[WORK REQUEST]
Reproduce verbatim all of the data given below, but do not carry over the images.

[SUPPLIED ENTRIES]
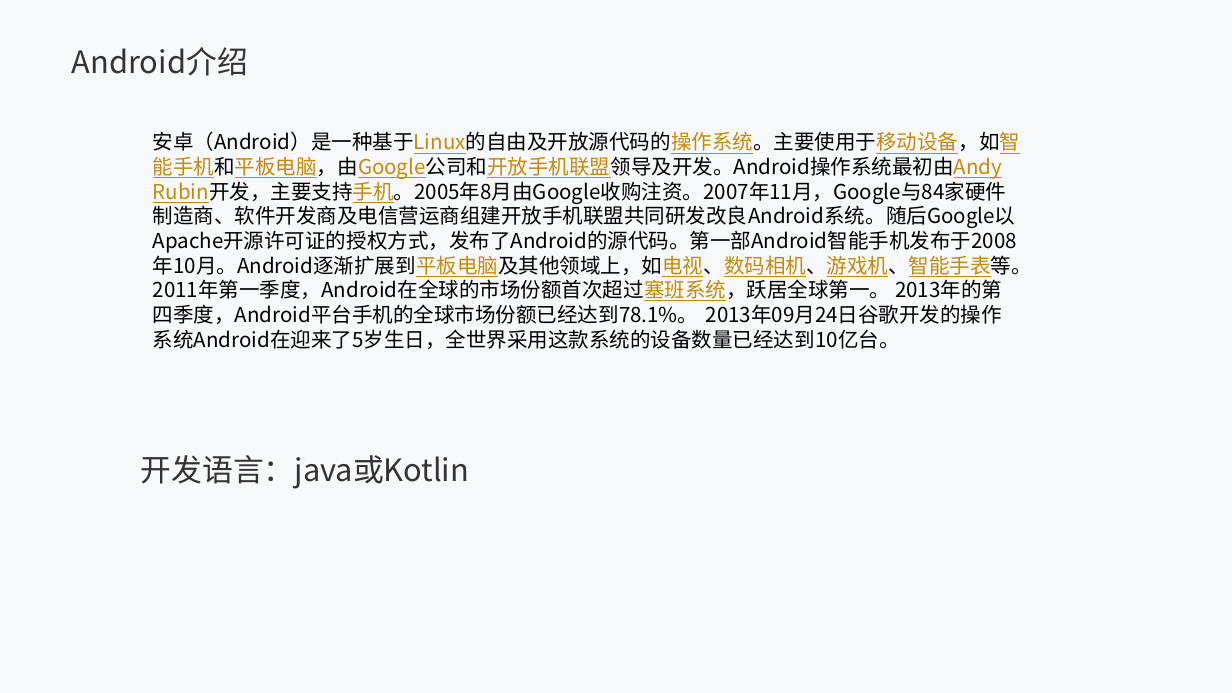
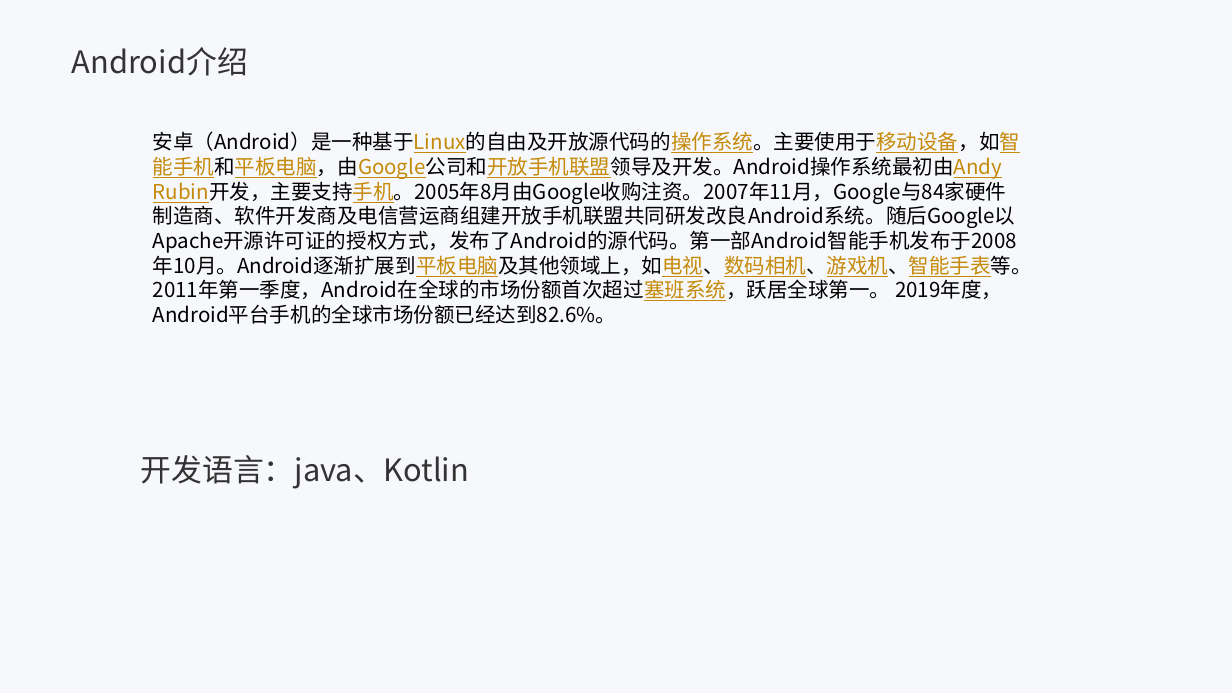
Before and after one commit to fenglipk/react-native-demo, a slide deck: slide 5 of 移动端开发分享.pptx. Drawn at 1232x693 pixels with LibreOffice and Linux fonts; fonts in the diff are those of the drawing; background and template pictures are left out. Boxes give left, top, right and bottom in pixels: in the first picture for what was removed or moved away, otherwise in the second. Text is boxed around its words. In the diff, an @@ line names an element or a change of style, - is before the commit and + after.

```diff
--- a/移动端开发分享.pptx
+++ b/移动端开发分享.pptx
@@ text at [153,131,1032,324]: text changed @@
-安卓（Android）是一种基于Linux的自由及开放源代码的操作系统。主要使用于移动设备，如智能手机和平板电脑，由Google公司和开放手机联盟领导及开发。Android操作系统最初由Andy Rubin开发，主要支持手机。2005年8月由Google收购注资。2007年11月，Google与84家硬件制造商、软件开发商及电信营运商组建开放手机联盟共同研发改良Android系统。随后Google以Apache开源许可证的授权方式，发布了Android的源代码。第一部Android智能手机发布于2008年10月。Android逐渐扩展到平板电脑及其他领域上，如电视、数码相机、游戏机、智能手表等。2011年第一季度，Android在全球的市场份额首次超过塞班系统，跃居全球第一。 2013年的第四季度，Android平台手机的全球市场份额已经达到78.1%。 2013年09月24日谷歌开发的操作系统Android在迎来了5岁生日，全世界采用这款系统的设备数量已经达到10亿台。
+安卓（Android）是一种基于Linux的自由及开放源代码的操作系统。主要使用于移动设备，如智能手机和平板电脑，由Google公司和开放手机联盟领导及开发。Android操作系统最初由Andy Rubin开发，主要支持手机。2005年8月由Google收购注资。2007年11月，Google与84家硬件制造商、软件开发商及电信营运商组建开放手机联盟共同研发改良Android系统。随后Google以Apache开源许可证的授权方式，发布了Android的源代码。第一部Android智能手机发布于2008年10月。Android逐渐扩展到平板电脑及其他领域上，如电视、数码相机、游戏机、智能手表等。2011年第一季度，Android在全球的市场份额首次超过塞班系统，跃居全球第一。 2019年度，Android平台手机的全球市场份额已经达到82.6%。
@@ text at [141,455,470,489]: text changed @@
-开发语言：java或Kotlin
+开发语言：java、Kotlin
```
Also in this commit, not shown: 7 other slides changed, 2 other files.

[RESULT FOR THIS EXERCISE]
Before and after one commit to fenglipk/react-native-demo, a slide deck: slide 5 of 移动端开发分享.pptx. Drawn at 1232x693 pixels with LibreOffice and Linux fonts; fonts in the diff are those of the drawing; background and template pictures are left out. Boxes give left, top, right and bottom in pixels: in the first picture for what was removed or moved away, otherwise in the second. Text is boxed around its words. In the diff, an @@ line names an element or a change of style, - is before the commit and + after.

```diff
--- a/移动端开发分享.pptx
+++ b/移动端开发分享.pptx
@@ text at [153,131,1032,324]: text changed @@
-安卓（Android）是一种基于Linux的自由及开放源代码的操作系统。主要使用于移动设备，如智能手机和平板电脑，由Google公司和开放手机联盟领导及开发。Android操作系统最初由Andy Rubin开发，主要支持手机。2005年8月由Google收购注资。2007年11月，Google与84家硬件制造商、软件开发商及电信营运商组建开放手机联盟共同研发改良Android系统。随后Google以Apache开源许可证的授权方式，发布了Android的源代码。第一部Android智能手机发布于2008年10月。Android逐渐扩展到平板电脑及其他领域上，如电视、数码相机、游戏机、智能手表等。2011年第一季度，Android在全球的市场份额首次超过塞班系统，跃居全球第一。 2013年的第四季度，Android平台手机的全球市场份额已经达到78.1%。 2013年09月24日谷歌开发的操作系统Android在迎来了5岁生日，全世界采用这款系统的设备数量已经达到10亿台。
+安卓（Android）是一种基于Linux的自由及开放源代码的操作系统。主要使用于移动设备，如智能手机和平板电脑，由Google公司和开放手机联盟领导及开发。Android操作系统最初由Andy Rubin开发，主要支持手机。2005年8月由Google收购注资。2007年11月，Google与84家硬件制造商、软件开发商及电信营运商组建开放手机联盟共同研发改良Android系统。随后Google以Apache开源许可证的授权方式，发布了Android的源代码。第一部Android智能手机发布于2008年10月。Android逐渐扩展到平板电脑及其他领域上，如电视、数码相机、游戏机、智能手表等。2011年第一季度，Android在全球的市场份额首次超过塞班系统，跃居全球第一。 2019年度，Android平台手机的全球市场份额已经达到82.6%。
@@ text at [141,455,470,489]: text changed @@
-开发语言：java或Kotlin
+开发语言：java、Kotlin
```
Also in this commit, not shown: 7 other slides changed, 2 other files.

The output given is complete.